The Holocaust Tower. A void.
Photograph: Howard Wolfers

The path leading to flight culminated in the Garden of Exiles. No photograph can do justice to this incredible space, in which 49 featureless slabs are arranged in a perfect geometrical square, but in which the ground tilts slightly on both axes, forcing one to stumble over its rocky and uneven surface. As Libeskind remarked, this is the only space in his memorial that is geometrically regular, but it is also the only space that our feet treat as uncertain.

From within the Garden of Exiles
Photograph: Howard Wolfers

Finally, and perhaps most controversially, is the culmination of the axis of constancy. A room, its floor littered with metal disks, each of which is cut crudely in the form of crying and shouting faces, it invites us to walk upon them – or to watch and to listen while others do. What does it mean? What is Libeskind saying? As with every aspect of this incredible memorial, we felt that it permits of so many interpretations.

“The Memory Void”
Photograph: Simon Holloway
Standing Still
Photograph: Sandra Barrkman

In some ways this was our shortest day so far, but in others it feels perhaps the longest.
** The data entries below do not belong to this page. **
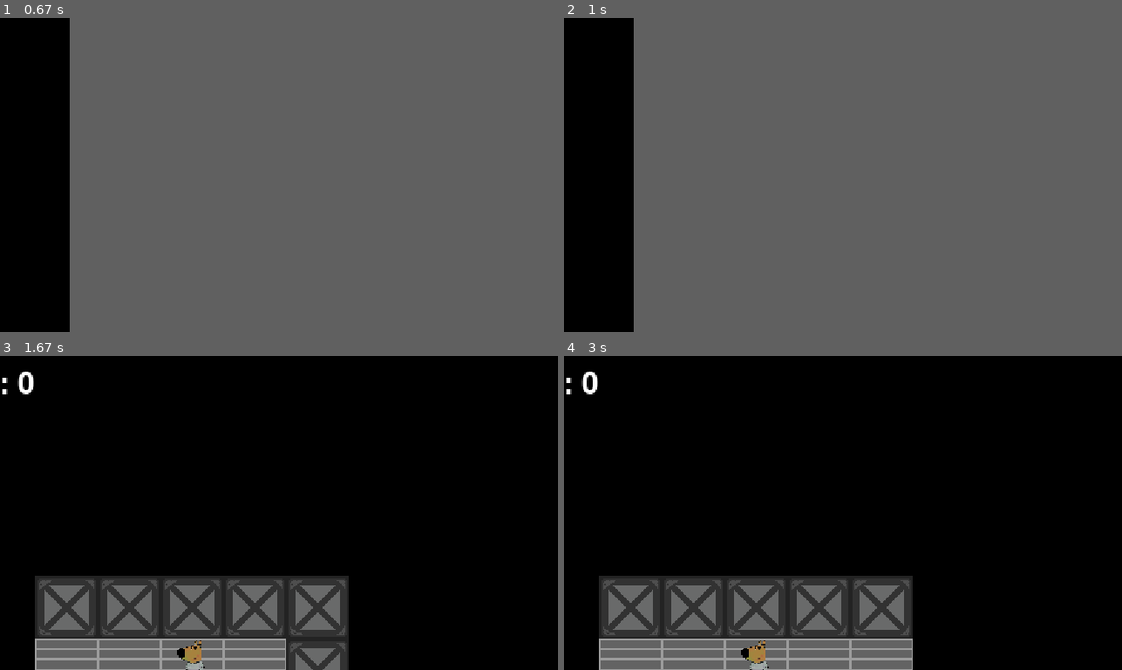
Above: before the commit, frames 1-4 (two rows, left to right).
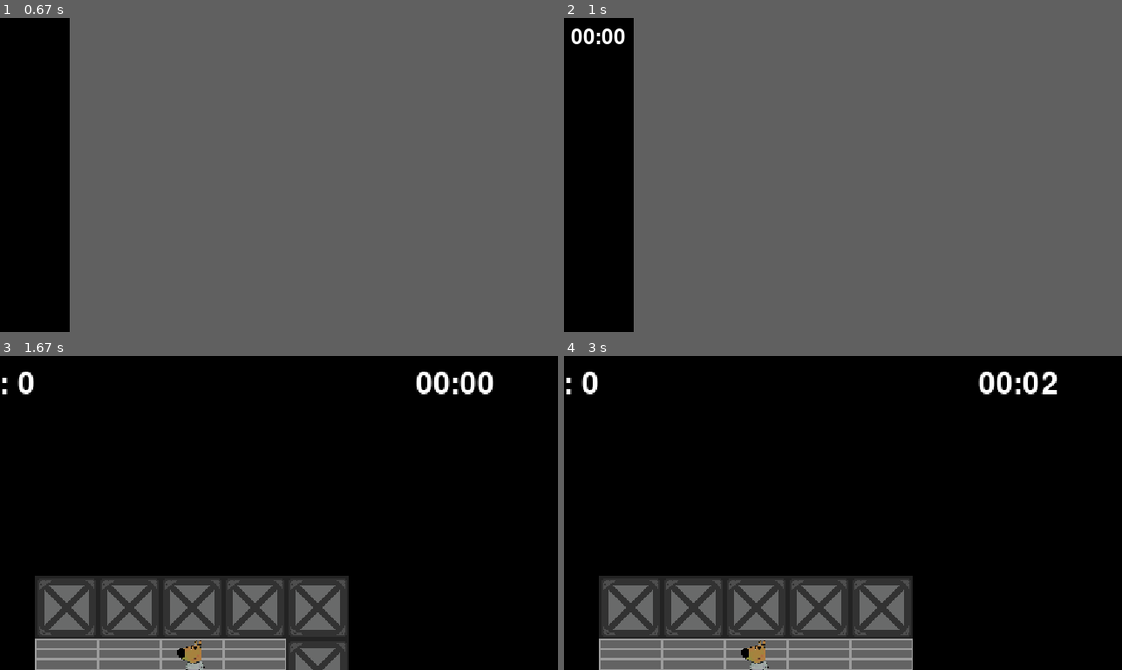
Above: after the commit, the same moments.

Repository: shmlv9/Pygame-Project
Game: pygame game, started from main.py
Two runs of this game, one before a commit and one after it. Both use one fixed random seed, a clock stepped at 60 frames per second and the inputs below.
Inputs:
- Up to frame 1 (0.67 s): tap Enter at 0.33 s
- Up to frame 2 (1 s): tap Enter at 0.67 s
- Up to frame 3 (1.67 s): hold Right 1-1.47 s; tap F at 1.07, 1.37, 1.57 s; hold Left from 1.5 s (still down)
- Up to frame 4 (3 s): tap F at 1.87, 2.47, 2.77 s; release Left at 2.03 s; hold Left 2.4-2.8 s
The pictures show only the part of the screen within x 33-83%, y 0-50%; the shares and areas given below are measured in that part.

Frame 1 is identical in both runs. In frame 2, 0.3% of the frame differs, in the area x 1-11%, y 3-9%; in frame 3, 0.6%, in the area x 74-89%, y 5-13%; in frame 4, 0.6%.

Commit message:
time commit

Diff:
--- a/main.py
+++ b/main.py
@@ -127,7 +127,7 @@
 
 # Основной игровой процесс
 def game_loop(level):
-    global balance, current_width, current_height, is_fullscreen, screen
+    global balance, current_width, current_height, is_fullscreen, screen, TIME
 
     tile_images = {
         'wall': load_image('box.png'),
@@ -185,6 +185,9 @@
     move_cooldown = 200
     last_move_time = pygame.time.get_ticks()
     vision_surface = pygame.Surface((5 * tile_width, 5 * tile_height))
+
+    # Засекаем время начала прохождения уровня
+    start_time = pygame.time.get_ticks()
 
     while True:
         victory = False
@@ -209,7 +212,6 @@
         current_time = pygame.time.get_ticks()
 
         if current_time - last_move_time > move_cooldown:
-
             # Обработка движения с проверкой выхода за границы
             if keys[pygame.K_RIGHT]:
                 new_x = player.pos_x + 1
@@ -247,9 +249,20 @@
                     player.rect.y += tile_height
                     last_move_time = current_time
 
+        # Вычисляем прошедшее время в миллисекундах и преобразуем в ММ:СС
+        elapsed_ms = pygame.time.get_ticks() - start_time
+        total_seconds = elapsed_ms // 1000
+        minutes = total_seconds // 60
+        seconds = total_seconds % 60
+        time_str = f"{minutes:02d}:{seconds:02d}"
+
         if victory:
+            # Записываем время прохождения уровня в переменную TIME в формате ММ:СС
+            TIME = time_str
             balance += 10
-            print("Уровень пройден! Баланс:", balance)
+            print("Уровень пройден!")
+            print("Время прохождения уровня:", TIME)
+            print("Баланс:", balance)
             level = start_screen()
             character_selection()
             return game_loop(level)
@@ -278,10 +291,14 @@
         base_surface.blit(vision_surface, (base_width // 2 - vision_surface.get_width() // 2,
                                            base_height // 2 - vision_surface.get_height() // 2))
 
-        # Отображение баланса
-        font = pygame.font.Font(None, 36)
-        balance_text = font.render(f"Баланс: {balance}", True, pygame.Color('white'))
+        # Отображение баланса в левом верхнем углу
+        font_small = pygame.font.Font(None, 36)
+        balance_text = font_small.render(f"Баланс: {balance}", True, pygame.Color('white'))
         base_surface.blit(balance_text, (10, 10))
+
+        # Отображение времени в правом верхнем углу
+        time_text = font_small.render(time_str, True, pygame.Color('white'))
+        base_surface.blit(time_text, (base_width - time_text.get_width() - 10, 10))
 
         # Масштабирование и вывод на экран
         scale = min(current_width / base_width, current_height / base_height)
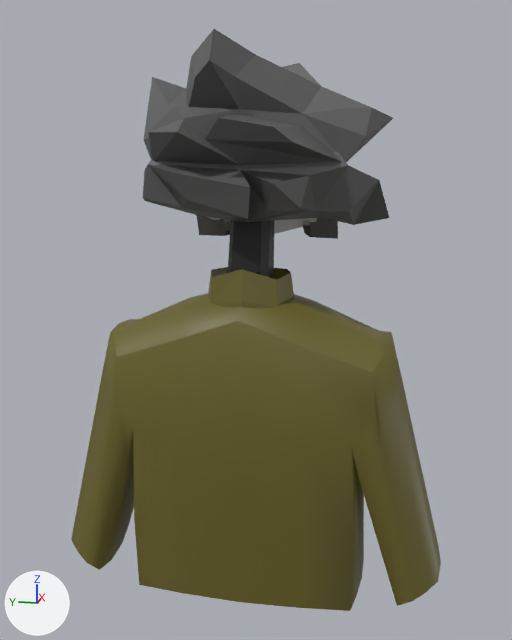
The Blender file 09_NPC/Model/Guy_02.blend as it was, and as the next commit left it.
Rendered twice from a 50 mm lens placed at (-3.14, -0.65, 0.29), pointed at (0.09, 0.0, -0.52). The lights are fixed; the arrows at lower left show +X, +Y and +Z.

Before the edit, the objects in view are built like this:
```python
mat_cloth_main_001 = principled_material('Cloth_main.001')
mat_cloth_main_001.base_color = (0.15, 0.127, 0.0232)  # dark yellow #6c642a
me_cube_023 = bpy.data.meshes.new('Cube.023')
me_cube_023.from_pydata(...)  # 136 vertices, 132 faces; spans x -0.493..0.139, y -0.233..0.212, z -0.684..0.086
me_cube_023.materials.append(mat_eyes_001)  # black #000000
me_cube_054 = bpy.data.meshes.new('Cube.054')
me_cube_054.from_pydata(...)  # 221 vertices, 202 faces; spans x -0.882..0.094, y -0.605..0.5, z -0.297..1.061
me_cube_054.materials.append(mat_hair_color_003)  # dark grey #5f5f5f
me_cube_057 = bpy.data.meshes.new('Cube.057')
me_cube_057.from_pydata(...)  # 96 vertices, 72 faces; spans x -0.36..0.49, y -0.91..0.0, z -1.79..-0.22
me_cube_057.materials.append(mat_cloth_main_001)  # dark yellow #6c642a
ob_body_01 = bpy.data.objects.new('Body_01', me_cube_057)
ob_body_01.location = (0.0, 0.0, 0.0)
_m = ob_body_01.modifiers.new('Mirror', 'MIRROR')
_m.use_axis = (False, True, False)
ob_darker = bpy.data.objects.new('Darker', me_cube_023)
ob_darker.location = (0.0, 0.0, 0.0)
ob_darker.delta_location = (0.483, 0.0, 0.183)
ob_darker.delta_rotation_euler = (0.0, 0.314, 0.0)
ob_hair = bpy.data.objects.new('Hair', me_cube_054)
ob_hair.location = (0.0, 0.0, 0.0)
ob_hair.delta_location = (0.436, 0.00111, 0.042)
ob_hair.delta_scale = (1.0, 1.0, 0.642)
```
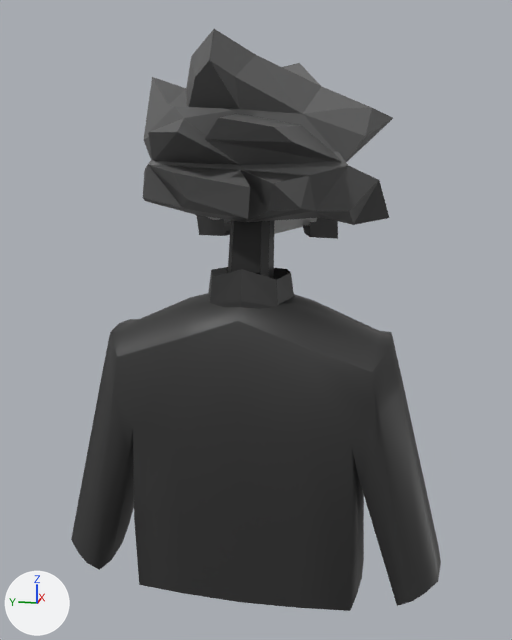
Changed parts and their boxes (x1, y1, x2, y2) in the pictures (512 x 640 px):
'Body_01', recoloured (yellow to black): (71, 267, 441, 611) in both

The edits, one by one:
Material 'Cloth_main.001' (mat_cloth_main_001) changes colour from dark yellow #6c642a to black #323232; in linear values from (0.15, 0.127, 0.0232) to (0.0324, 0.0324, 0.0324).
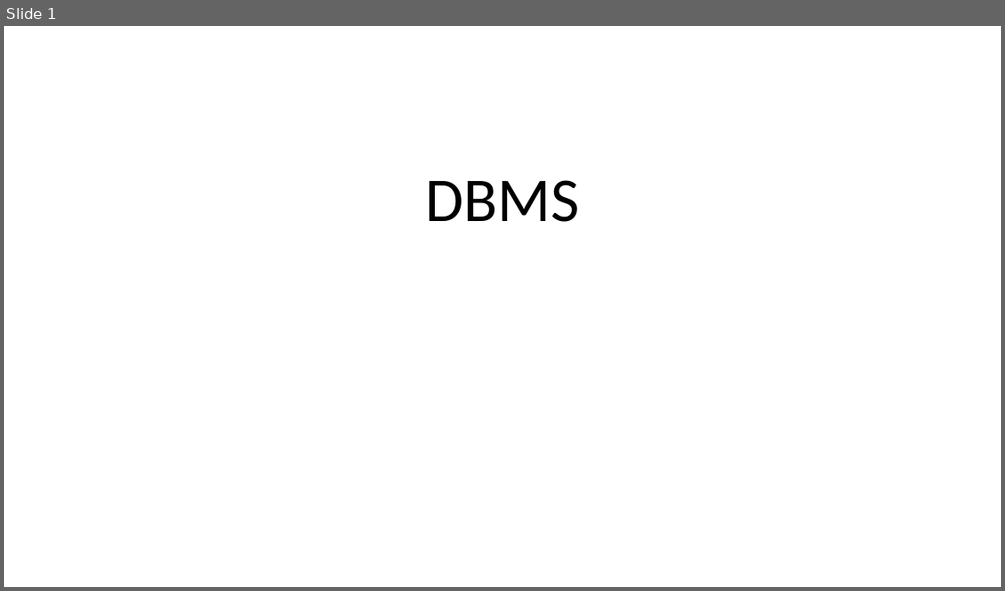
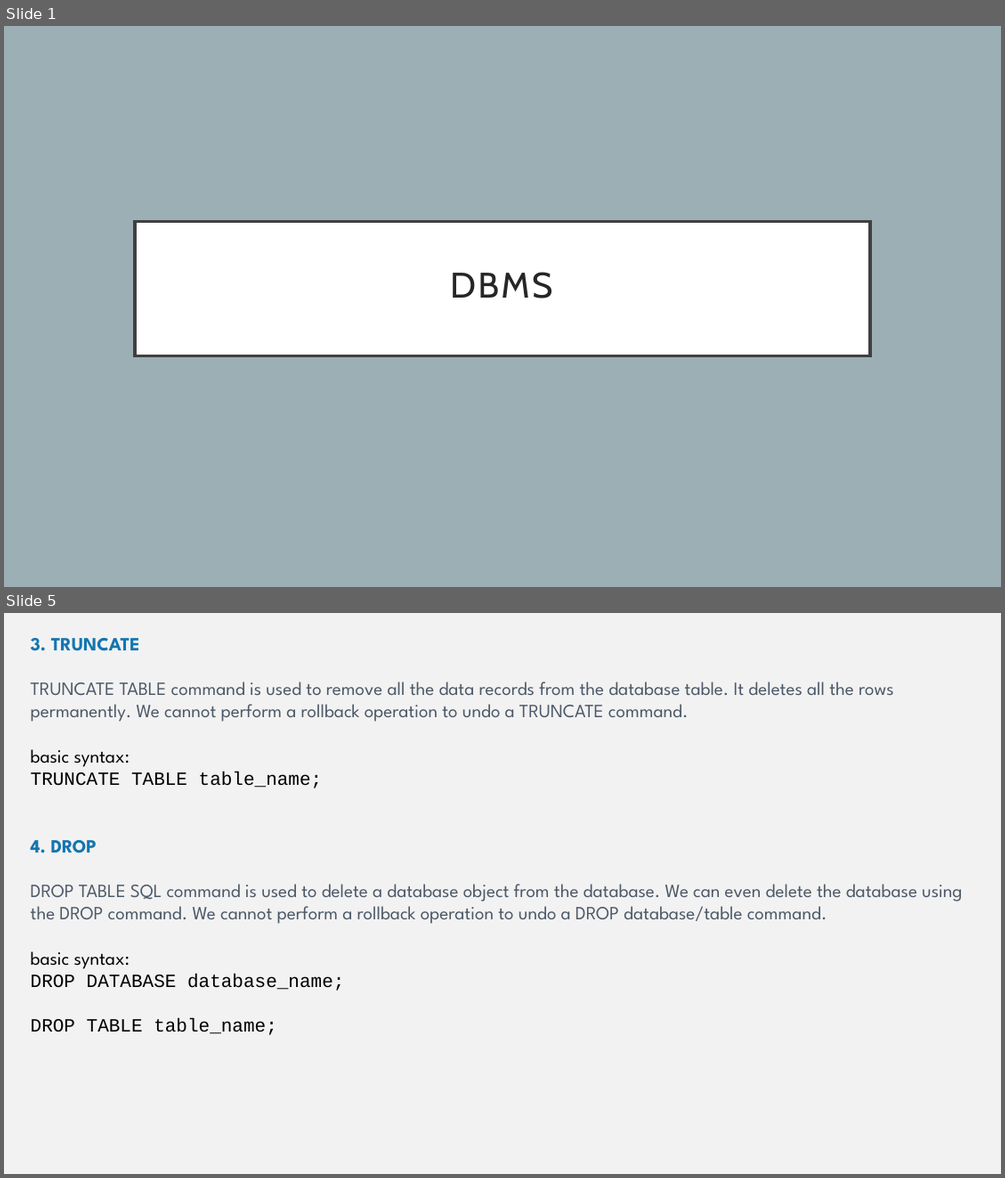
Before and after one commit to vishnuvishal-11/Vishnuvishal, a slide deck: Presentations/DBMS.pptx. Shown one above the other, each under a label of ours: slide 1 before the commit, slides 1 and 5 after it; the slides between them are not shown. The pictures are 1005x591 and 1005x1178 pixels, drawn with LibreOffice and Linux fonts; fonts in the diff are those of the drawing. Boxes give left, top, right and bottom in pixels: in the first picture for what was removed or moved away, otherwise in the second. Text is boxed around its words. In the diff, an @@ line names an element or a change of style, - is before the commit and + after.

```diff
--- a/Presentations/DBMS.pptx
+++ b/Presentations/DBMS.pptx
@@ slide 5 added at box(4, 613, 1001, 1174), background #F2F2F2 @@
@@ text added at box(31, 638, 962, 1035), 18 pt, text #4D5968 @@
+3. TRUNCATE
+TRUNCATE TABLE command is used to remove all the data records from the database table. It deletes all the rows permanently. We cannot perform a rollback operation to undo a TRUNCATE command.
+basic syntax:
+TRUNCATE TABLE table_name;
+4. DROP
+DROP TABLE SQL command is used to delete a database object from the database. We can even delete the database using the DROP command. We cannot perform a rollback operation to undo a DROP database/table command.
+basic syntax:
+DROP DATABASE database_name;
+DROP TABLE table_name;
@@ slide 1 changed as well @@
@@ background #FFFFFF to #9BAFB5 @@
@@ title "DBMS": place and size @@
-title "DBMS" at box(425, 180, 579, 222)
+title "DBMS" at box(135, 221, 870, 356)
@@ title "DBMS" at box(135, 221, 870, 356): size 60 to 34.2 pt, font Calibri to Cabin, text colour #000000 to #262626, letter spacing 0 to 2 pt; vertical alignment bottom to middle; fill none to #FFFFFF; outline none to #404040 3 pt @@
```
Also in this commit, not shown: 5 other slides changed, 22 other slides added, 1 other file.
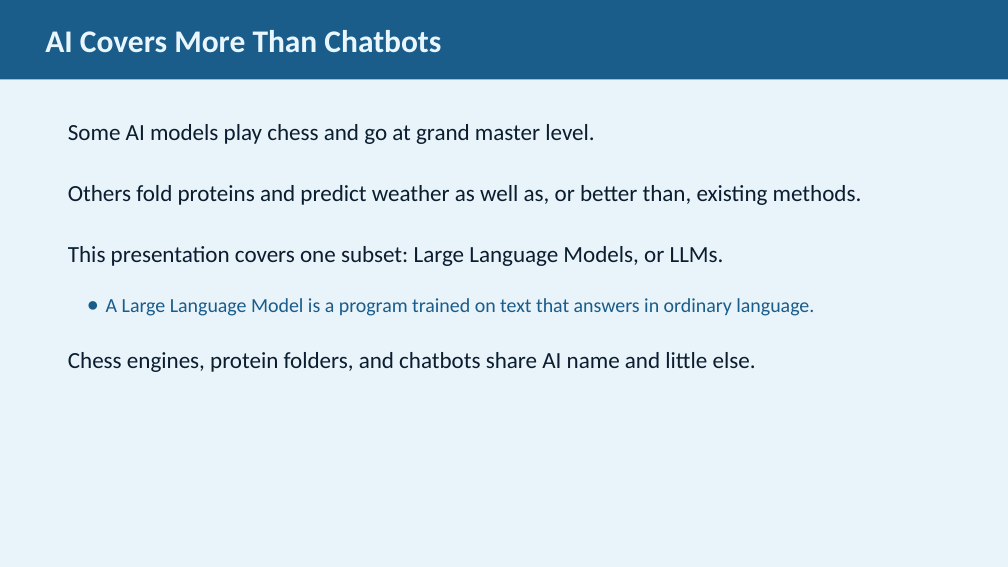
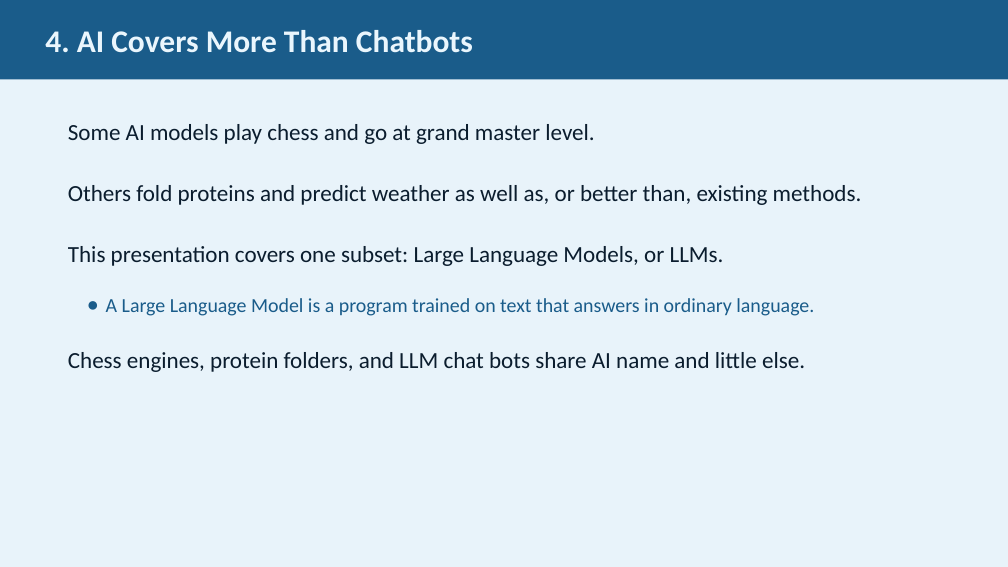
Before and after one commit to JimFawcett/NewSite, a slide deck: slide 4 of AI Presentation 2026/AI_Presentation.pptx (slide 2 before the commit). Drawn at 1008x567 pixels with LibreOffice and Linux fonts; fonts in the diff are those of the drawing. Boxes give left, top, right and bottom in pixels: in the first picture for what was removed or moved away, otherwise in the second. Text is boxed around its words. In the diff, an @@ line names an element or a change of style, - is before the commit and + after.

```diff
--- a/AI Presentation 2026/AI_Presentation.pptx
+++ b/AI Presentation 2026/AI_Presentation.pptx
@@ text in rectangle at box(45, 30, 473, 53): text changed @@
-AI Covers More Than Chatbots
+4. AI Covers More Than Chatbots
@@ text at box(68, 352, 805, 372): text changed @@
-Chess engines, protein folders, and chatbots share AI name and little else.
+Chess engines, protein folders, and LLM chat bots share AI name and little else.
```
Also in this commit, not shown: 28 other slides changed, 2 slides added, 15 other files.

There are so many empty spaces within this city, and it is fitting that there are so many voids within its most celebrated memorial.

In the afternoon, before going out for dinner as a group, we enjoyed a boat cruise of Berlin’s waterway. Observing the other people on the boat, and considering the sights on either side of the canal, we really got a sense of just how many different ways there are to experience this city. The site of Germany’s persecution of its Jews is but one of a number of intersecting histories that cut across the tapestry that is Berlin.